Task objective: Show each line of the data below that has the string "corners" in it.

Records shown:
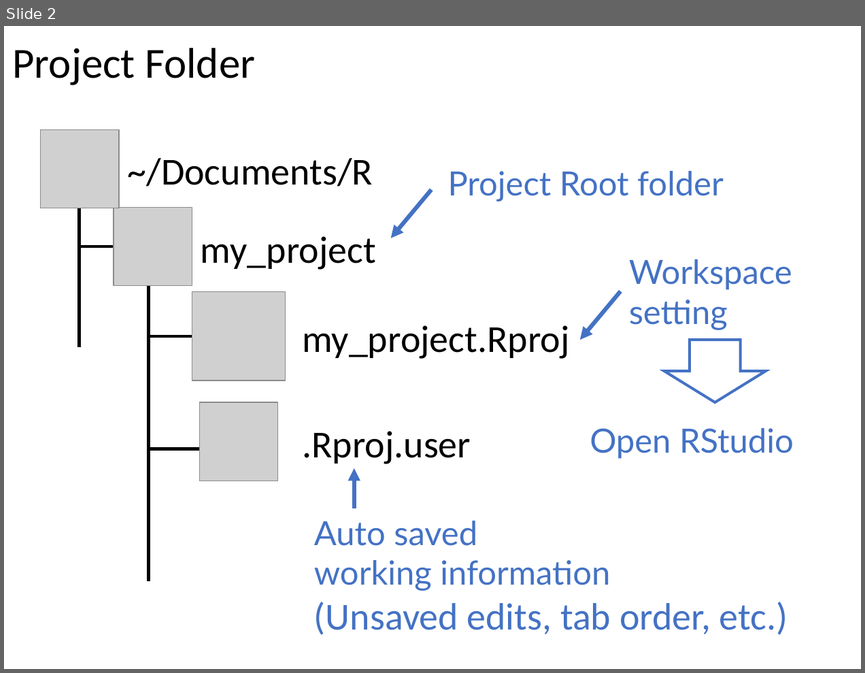
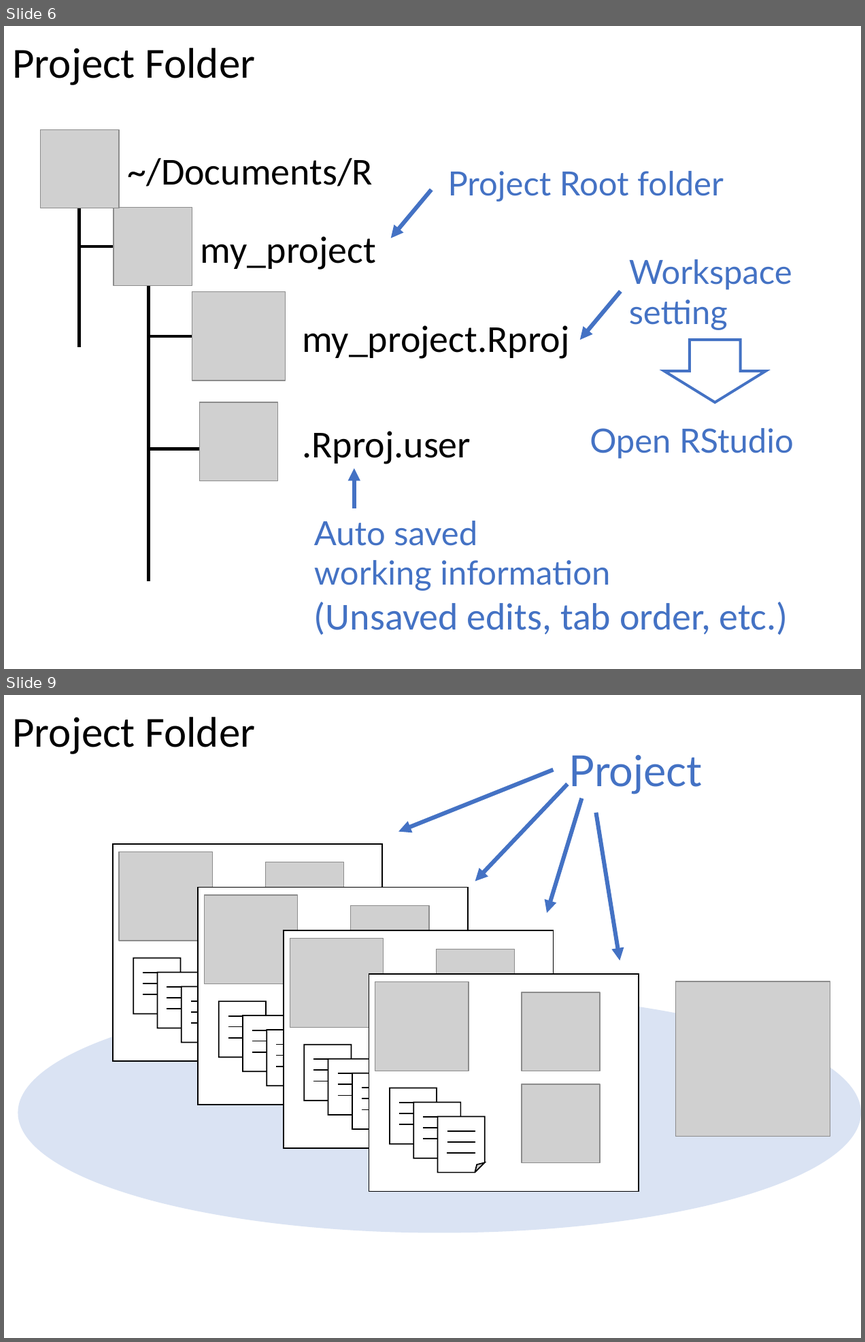
Before and after one commit to Kilometer0101/TokyoR86, a slide deck: プレゼンテーション1.pptx. Shown one above the other, each under a label of ours: slide 2 before the commit, slides 6 and 9 after it; the slides between them are not shown. The pictures are 865x673 and 865x1342 pixels, drawn with LibreOffice and Linux fonts; fonts in the diff are those of the drawing; grey boxes stand for pictures. Boxes give left, top, right and bottom in pixels: in the first picture for what was removed or moved away, otherwise in the second. Text is boxed around its words. In the diff, an @@ line names an element or a change of style, - is before the commit and + after.

```diff
--- a/プレゼンテーション1.pptx
+++ b/プレゼンテーション1.pptx
@@ slide 9 added at (x1=4, y1=695, x2=861, y2=1338), background #FFFFFF @@
@@ text added at (x1=12, y1=717, x2=255, y2=754), 36 pt, text #000000 @@
+Project Folder
@@ text added at (x1=569, y1=755, x2=702, y2=794), 36 pt, text #4472C4 @@
+Project
@@ arrow added from (553, 770) to (398, 831), #4472C4 3.5 pt @@
@@ arrow added from (568, 784) to (475, 881), #4472C4 3.5 pt @@
@@ arrow added from (581, 798) to (547, 913), #4472C4 3.5 pt @@
@@ arrow added from (596, 813) to (620, 961), #4472C4 3.5 pt @@
@@ ellipse added at (x1=18, y1=992, x2=861, y2=1233), fill #DAE3F3 @@
@@ picture added at (x1=676, y1=981, x2=831, y2=1136) @@
@@ group added at (x1=113, y1=844, x2=383, y2=1062): 9 lines, 3 folded corners, 2 pictures, 1 rectangle @@
@@ group added at (x1=198, y1=887, x2=468, y2=1104): 9 lines, 3 folded corners, 2 pictures, 1 rectangle @@
@@ group added at (x1=283, y1=930, x2=553, y2=1149): 9 lines, 3 folded corners, 2 pictures, 1 rectangle @@
@@ group added at (x1=369, y1=974, x2=639, y2=1191): 9 lines, 3 pictures, 3 folded corners, 1 rectangle @@
@@ what was slide 2 is now slide 6 @@
```
Also in this commit, not shown: 1 slide changed, 6 other slides added, 1 slide removed, 5 other files.

Solved exercise:
@@ group added at (x1=113, y1=844, x2=383, y2=1062): 9 lines, 3 folded corners, 2 pictures, 1 rectangle @@
@@ group added at (x1=198, y1=887, x2=468, y2=1104): 9 lines, 3 folded corners, 2 pictures, 1 rectangle @@
@@ group added at (x1=283, y1=930, x2=553, y2=1149): 9 lines, 3 folded corners, 2 pictures, 1 rectangle @@
@@ group added at (x1=369, y1=974, x2=639, y2=1191): 9 lines, 3 pictures, 3 folded corners, 1 rectangle @@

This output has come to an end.